## Problem to solve
Reproduce exactly, from the data that follows, the line with "635]; after [220, 397, 333, 641]", the line with "part 3 of me_cube_005, added", and every line that lies between them.

+++ Provided records

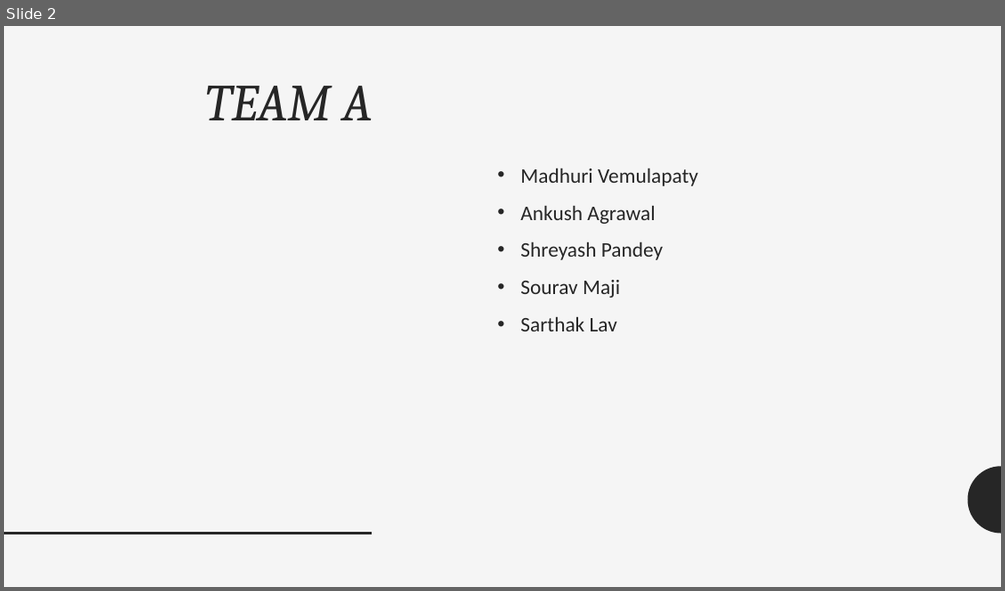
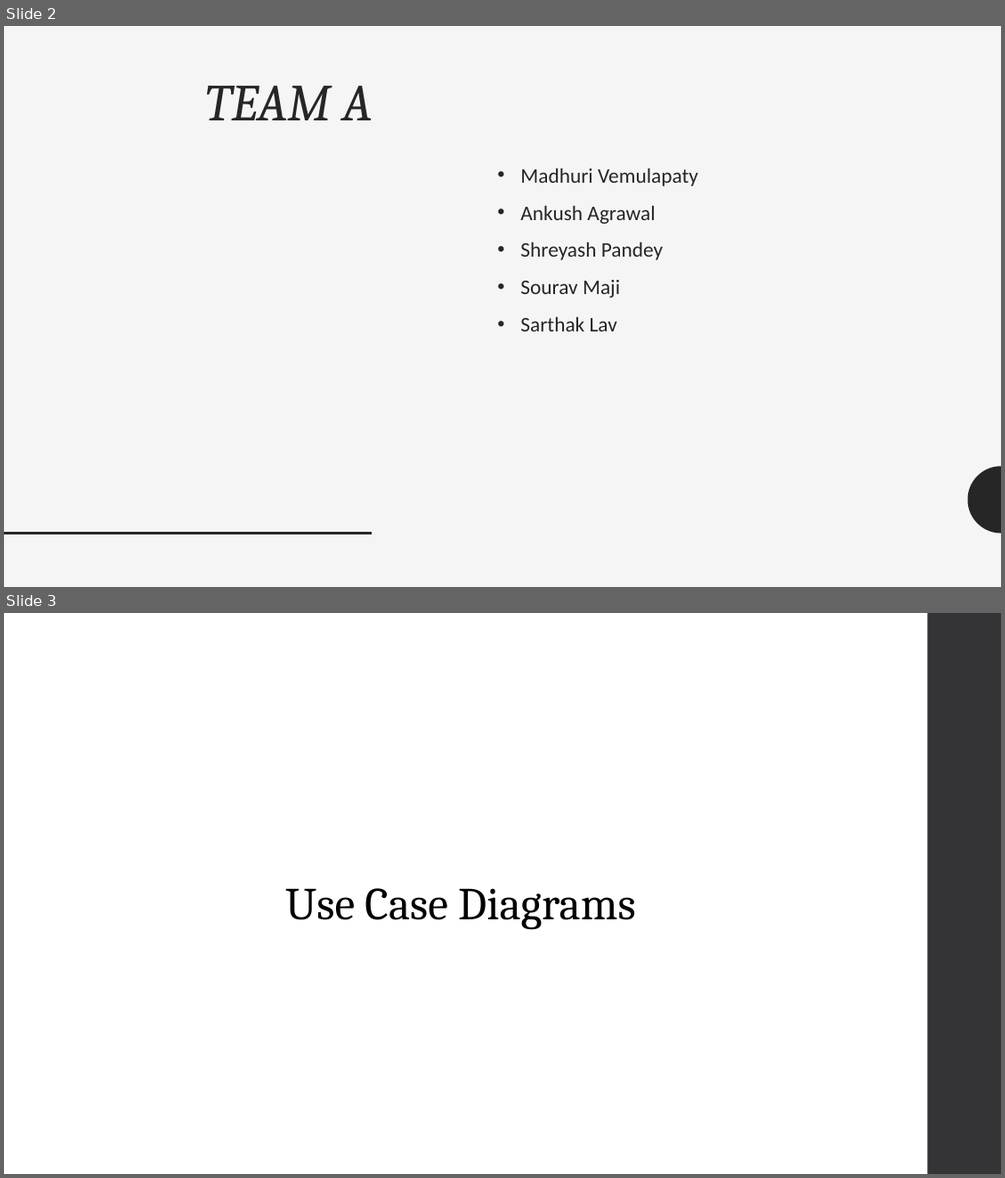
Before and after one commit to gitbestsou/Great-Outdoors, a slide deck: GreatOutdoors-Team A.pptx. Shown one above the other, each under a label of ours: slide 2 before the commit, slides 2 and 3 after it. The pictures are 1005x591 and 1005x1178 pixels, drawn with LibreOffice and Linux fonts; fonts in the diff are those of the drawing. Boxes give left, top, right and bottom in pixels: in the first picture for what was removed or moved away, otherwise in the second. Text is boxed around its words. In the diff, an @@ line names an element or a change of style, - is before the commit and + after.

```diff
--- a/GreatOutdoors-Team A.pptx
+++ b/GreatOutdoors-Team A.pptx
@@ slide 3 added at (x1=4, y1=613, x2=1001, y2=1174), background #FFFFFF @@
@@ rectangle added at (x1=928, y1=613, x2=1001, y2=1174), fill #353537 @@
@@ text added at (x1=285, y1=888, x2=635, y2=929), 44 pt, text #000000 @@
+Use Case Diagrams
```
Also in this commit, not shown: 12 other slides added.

++++++
+++ Provided records

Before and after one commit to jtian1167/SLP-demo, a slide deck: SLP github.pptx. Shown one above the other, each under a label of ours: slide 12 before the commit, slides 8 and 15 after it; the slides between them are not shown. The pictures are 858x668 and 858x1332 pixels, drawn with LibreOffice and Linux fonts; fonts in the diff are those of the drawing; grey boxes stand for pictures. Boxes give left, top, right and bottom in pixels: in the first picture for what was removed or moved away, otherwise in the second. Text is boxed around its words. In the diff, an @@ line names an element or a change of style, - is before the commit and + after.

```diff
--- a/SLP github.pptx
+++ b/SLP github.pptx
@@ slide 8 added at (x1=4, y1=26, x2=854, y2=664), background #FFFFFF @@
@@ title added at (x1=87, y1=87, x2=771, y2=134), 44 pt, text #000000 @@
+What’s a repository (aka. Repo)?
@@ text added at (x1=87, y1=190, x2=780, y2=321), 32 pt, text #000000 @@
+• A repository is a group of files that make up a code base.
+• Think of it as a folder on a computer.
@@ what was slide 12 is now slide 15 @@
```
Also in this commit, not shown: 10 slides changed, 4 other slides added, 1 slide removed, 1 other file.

++++++
+++ Provided records

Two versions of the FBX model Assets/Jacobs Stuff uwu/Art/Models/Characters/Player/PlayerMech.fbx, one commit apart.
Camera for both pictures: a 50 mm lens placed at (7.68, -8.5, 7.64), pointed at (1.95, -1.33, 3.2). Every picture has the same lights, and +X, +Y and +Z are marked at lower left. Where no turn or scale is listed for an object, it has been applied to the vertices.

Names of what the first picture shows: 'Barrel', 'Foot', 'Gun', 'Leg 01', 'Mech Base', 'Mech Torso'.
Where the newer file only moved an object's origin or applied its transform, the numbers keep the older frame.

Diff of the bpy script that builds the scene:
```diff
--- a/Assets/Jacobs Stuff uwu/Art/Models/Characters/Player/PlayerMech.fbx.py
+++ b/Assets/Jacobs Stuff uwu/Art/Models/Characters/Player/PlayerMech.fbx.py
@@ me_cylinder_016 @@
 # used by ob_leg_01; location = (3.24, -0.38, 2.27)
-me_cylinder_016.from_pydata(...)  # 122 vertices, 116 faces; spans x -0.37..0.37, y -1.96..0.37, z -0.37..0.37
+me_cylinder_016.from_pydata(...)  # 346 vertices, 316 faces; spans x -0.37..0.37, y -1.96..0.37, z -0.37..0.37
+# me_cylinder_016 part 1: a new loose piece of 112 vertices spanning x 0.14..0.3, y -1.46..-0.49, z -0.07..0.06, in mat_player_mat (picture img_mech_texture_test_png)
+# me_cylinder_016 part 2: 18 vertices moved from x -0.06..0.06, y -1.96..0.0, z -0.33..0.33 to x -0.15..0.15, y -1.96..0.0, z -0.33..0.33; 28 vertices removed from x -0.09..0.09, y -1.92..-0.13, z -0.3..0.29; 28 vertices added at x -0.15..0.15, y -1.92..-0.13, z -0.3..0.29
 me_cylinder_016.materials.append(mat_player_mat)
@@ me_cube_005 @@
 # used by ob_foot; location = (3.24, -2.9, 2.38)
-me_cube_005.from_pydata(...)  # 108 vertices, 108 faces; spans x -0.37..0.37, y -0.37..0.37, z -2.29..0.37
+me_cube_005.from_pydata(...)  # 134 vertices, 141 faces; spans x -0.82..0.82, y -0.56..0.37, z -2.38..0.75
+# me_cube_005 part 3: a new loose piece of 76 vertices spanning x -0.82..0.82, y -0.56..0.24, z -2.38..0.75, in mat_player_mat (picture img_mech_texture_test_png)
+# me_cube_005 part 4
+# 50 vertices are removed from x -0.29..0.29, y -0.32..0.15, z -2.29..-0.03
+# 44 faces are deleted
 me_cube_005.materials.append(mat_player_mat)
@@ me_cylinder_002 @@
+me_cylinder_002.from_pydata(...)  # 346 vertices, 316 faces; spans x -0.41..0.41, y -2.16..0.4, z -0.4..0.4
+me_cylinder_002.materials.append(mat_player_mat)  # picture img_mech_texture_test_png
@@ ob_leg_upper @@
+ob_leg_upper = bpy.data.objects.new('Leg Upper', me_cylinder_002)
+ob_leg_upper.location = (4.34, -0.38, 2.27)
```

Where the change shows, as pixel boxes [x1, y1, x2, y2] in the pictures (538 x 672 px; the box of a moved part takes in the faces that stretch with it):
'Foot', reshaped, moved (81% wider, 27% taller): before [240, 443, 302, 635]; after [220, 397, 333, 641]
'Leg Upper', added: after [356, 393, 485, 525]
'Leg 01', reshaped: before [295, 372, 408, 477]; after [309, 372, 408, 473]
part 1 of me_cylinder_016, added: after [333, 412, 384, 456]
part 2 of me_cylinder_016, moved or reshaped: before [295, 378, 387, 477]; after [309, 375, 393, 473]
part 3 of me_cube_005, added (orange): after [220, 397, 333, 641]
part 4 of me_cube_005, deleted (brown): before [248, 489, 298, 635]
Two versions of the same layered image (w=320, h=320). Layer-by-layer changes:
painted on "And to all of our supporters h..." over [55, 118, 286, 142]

++++++

## Result
'Foot', reshaped, moved (81% wider, 27% taller): before [240, 443, 302, 635]; after [220, 397, 333, 641]
'Leg Upper', added: after [356, 393, 485, 525]
'Leg 01', reshaped: before [295, 372, 408, 477]; after [309, 372, 408, 473]
part 1 of me_cylinder_016, added: after [333, 412, 384, 456]
part 2 of me_cylinder_016, moved or reshaped: before [295, 378, 387, 477]; after [309, 375, 393, 473]
part 3 of me_cube_005, added (orange): after [220, 397, 333, 641]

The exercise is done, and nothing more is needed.